[1] Dia

459 2 0
                                    

"Rio, cepat, Nak. Keburu siang nyampe sana," ucap Mama Rio.

"Iya, Ma. Ini udah selesai kok. Mama tunggu depan aja."
Mama Rio berjalan menuju ruang tamu. Mereka akan pergi ke rumah nenek yang berada di Kencong.

"Ayo Ma," ajak Rio.

Sesampainya di rumah Nenek, mereka langsung disambut manis.

"Wah, cucuku tambah ganteng," puji Nenek.

"Nenek bisa aja," ucap Rio malu-malu seraya menundukkan kepala.

"Udah punya cewek belom?" tanya Kakek.
Rio agak terkejut dengan pertanyaan Kakek, spontan saja ia menggeleng. "Belum, Kek."

"Ah, kamu ini, gak keren. Nunggu apa, sih?" tanya Kakek penuh semangat.

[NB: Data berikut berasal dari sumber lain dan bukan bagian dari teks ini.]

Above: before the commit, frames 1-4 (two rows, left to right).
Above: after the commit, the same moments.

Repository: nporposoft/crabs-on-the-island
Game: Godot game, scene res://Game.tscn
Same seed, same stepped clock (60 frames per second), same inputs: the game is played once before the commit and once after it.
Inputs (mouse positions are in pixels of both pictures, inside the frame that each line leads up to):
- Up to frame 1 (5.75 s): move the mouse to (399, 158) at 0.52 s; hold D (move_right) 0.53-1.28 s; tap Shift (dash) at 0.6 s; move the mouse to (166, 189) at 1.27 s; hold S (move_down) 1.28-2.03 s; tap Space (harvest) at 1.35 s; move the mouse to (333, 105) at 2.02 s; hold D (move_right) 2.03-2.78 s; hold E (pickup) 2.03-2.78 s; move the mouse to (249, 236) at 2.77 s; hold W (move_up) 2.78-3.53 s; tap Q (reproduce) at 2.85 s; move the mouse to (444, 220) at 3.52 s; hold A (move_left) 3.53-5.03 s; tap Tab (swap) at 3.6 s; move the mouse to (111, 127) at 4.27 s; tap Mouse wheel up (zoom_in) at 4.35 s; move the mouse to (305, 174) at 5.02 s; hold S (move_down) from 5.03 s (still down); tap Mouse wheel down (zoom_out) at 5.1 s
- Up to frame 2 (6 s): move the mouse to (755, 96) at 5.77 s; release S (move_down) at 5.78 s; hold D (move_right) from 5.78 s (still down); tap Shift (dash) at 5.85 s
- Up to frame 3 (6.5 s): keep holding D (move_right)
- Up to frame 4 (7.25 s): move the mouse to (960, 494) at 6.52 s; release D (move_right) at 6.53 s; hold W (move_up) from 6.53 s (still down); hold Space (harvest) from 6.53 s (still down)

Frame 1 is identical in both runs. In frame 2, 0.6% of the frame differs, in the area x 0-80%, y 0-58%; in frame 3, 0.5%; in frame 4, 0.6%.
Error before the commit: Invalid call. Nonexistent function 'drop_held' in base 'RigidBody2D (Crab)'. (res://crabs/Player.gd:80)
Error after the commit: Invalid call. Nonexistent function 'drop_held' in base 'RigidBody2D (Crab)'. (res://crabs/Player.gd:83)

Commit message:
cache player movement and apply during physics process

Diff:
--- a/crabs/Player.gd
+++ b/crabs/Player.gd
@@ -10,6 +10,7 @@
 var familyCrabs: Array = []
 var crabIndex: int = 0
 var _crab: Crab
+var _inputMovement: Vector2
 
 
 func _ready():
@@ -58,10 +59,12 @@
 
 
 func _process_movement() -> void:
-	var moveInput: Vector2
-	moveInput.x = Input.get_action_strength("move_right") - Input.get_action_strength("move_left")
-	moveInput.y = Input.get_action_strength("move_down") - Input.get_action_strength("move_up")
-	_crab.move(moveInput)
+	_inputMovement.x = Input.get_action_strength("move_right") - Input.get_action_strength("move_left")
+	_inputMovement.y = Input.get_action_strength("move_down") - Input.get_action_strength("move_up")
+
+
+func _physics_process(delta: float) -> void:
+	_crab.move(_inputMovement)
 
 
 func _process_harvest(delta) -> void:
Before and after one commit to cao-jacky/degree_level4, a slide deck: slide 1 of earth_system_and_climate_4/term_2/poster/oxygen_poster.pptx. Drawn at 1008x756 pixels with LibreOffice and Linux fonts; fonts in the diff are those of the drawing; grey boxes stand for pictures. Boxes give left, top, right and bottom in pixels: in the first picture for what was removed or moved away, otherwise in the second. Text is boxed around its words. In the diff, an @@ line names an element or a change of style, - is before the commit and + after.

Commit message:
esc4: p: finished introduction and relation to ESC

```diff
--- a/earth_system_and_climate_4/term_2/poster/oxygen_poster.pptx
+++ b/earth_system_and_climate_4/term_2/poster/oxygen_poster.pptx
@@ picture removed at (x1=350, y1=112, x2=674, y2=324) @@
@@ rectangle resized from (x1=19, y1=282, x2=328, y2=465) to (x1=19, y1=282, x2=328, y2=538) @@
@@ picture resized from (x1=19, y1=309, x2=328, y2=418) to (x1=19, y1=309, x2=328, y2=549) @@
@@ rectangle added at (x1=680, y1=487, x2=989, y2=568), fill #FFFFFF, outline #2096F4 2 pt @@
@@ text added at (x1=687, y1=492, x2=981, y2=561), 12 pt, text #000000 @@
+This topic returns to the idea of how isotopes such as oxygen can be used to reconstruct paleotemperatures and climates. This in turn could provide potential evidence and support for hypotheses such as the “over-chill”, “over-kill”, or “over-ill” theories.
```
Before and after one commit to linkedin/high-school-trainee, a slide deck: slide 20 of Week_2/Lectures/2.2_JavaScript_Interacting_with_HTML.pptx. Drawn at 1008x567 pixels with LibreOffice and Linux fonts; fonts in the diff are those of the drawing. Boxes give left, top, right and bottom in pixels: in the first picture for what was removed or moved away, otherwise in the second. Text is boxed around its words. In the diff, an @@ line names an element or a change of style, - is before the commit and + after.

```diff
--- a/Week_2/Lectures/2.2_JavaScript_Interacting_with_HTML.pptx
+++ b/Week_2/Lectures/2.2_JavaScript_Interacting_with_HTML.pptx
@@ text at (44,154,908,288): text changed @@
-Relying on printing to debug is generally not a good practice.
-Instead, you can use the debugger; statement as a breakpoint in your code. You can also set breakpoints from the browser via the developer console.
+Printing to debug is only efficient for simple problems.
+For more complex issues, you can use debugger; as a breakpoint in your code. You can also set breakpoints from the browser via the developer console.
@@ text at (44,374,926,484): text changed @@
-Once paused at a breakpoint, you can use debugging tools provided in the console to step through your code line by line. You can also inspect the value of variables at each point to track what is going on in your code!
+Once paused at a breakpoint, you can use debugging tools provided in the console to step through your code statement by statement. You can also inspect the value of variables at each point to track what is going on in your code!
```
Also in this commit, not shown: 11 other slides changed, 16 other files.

"Nunggu yang pas aja, Kek," ucap Rio.

Secara tidak sengaja, Rio membayangkan kejadian tadi pagi yang sangat menggelikan ketika melihat pipi cewek yang ditabraknya merona. Ia malah merasakan jantungnya yang berdegup kencang ketika melihat senyuman di wajah manis gadis itu, sehingga ia harus cepat-cepat pergi sebelum sikapnya bertambah kikuk.

"Kamu ini jangan terlalu memilih Rio," ujar Kakek menarik Rio dari lamunannya.

"Sudahlah, ayo masuk! Nenekmu sudah menyiapkan makanan spesial pagi ini. Ayo!" ajak Kakek.

Akhirnya mereka menuju ruang makan yang tersaji lengkap untuk menyambut kedatangan anak dan cucu kesayangannya.

"Rio, temen kecilmu baru pulang dari Bandung. Anaknya Pak July fotografer. Dia tambah cantik. Kakek jamin, kamu gak akan menyesal bisa jalan sama dia, namanya Fasa," ucap kakek antusias mengawali pembicaraan di ruang makan.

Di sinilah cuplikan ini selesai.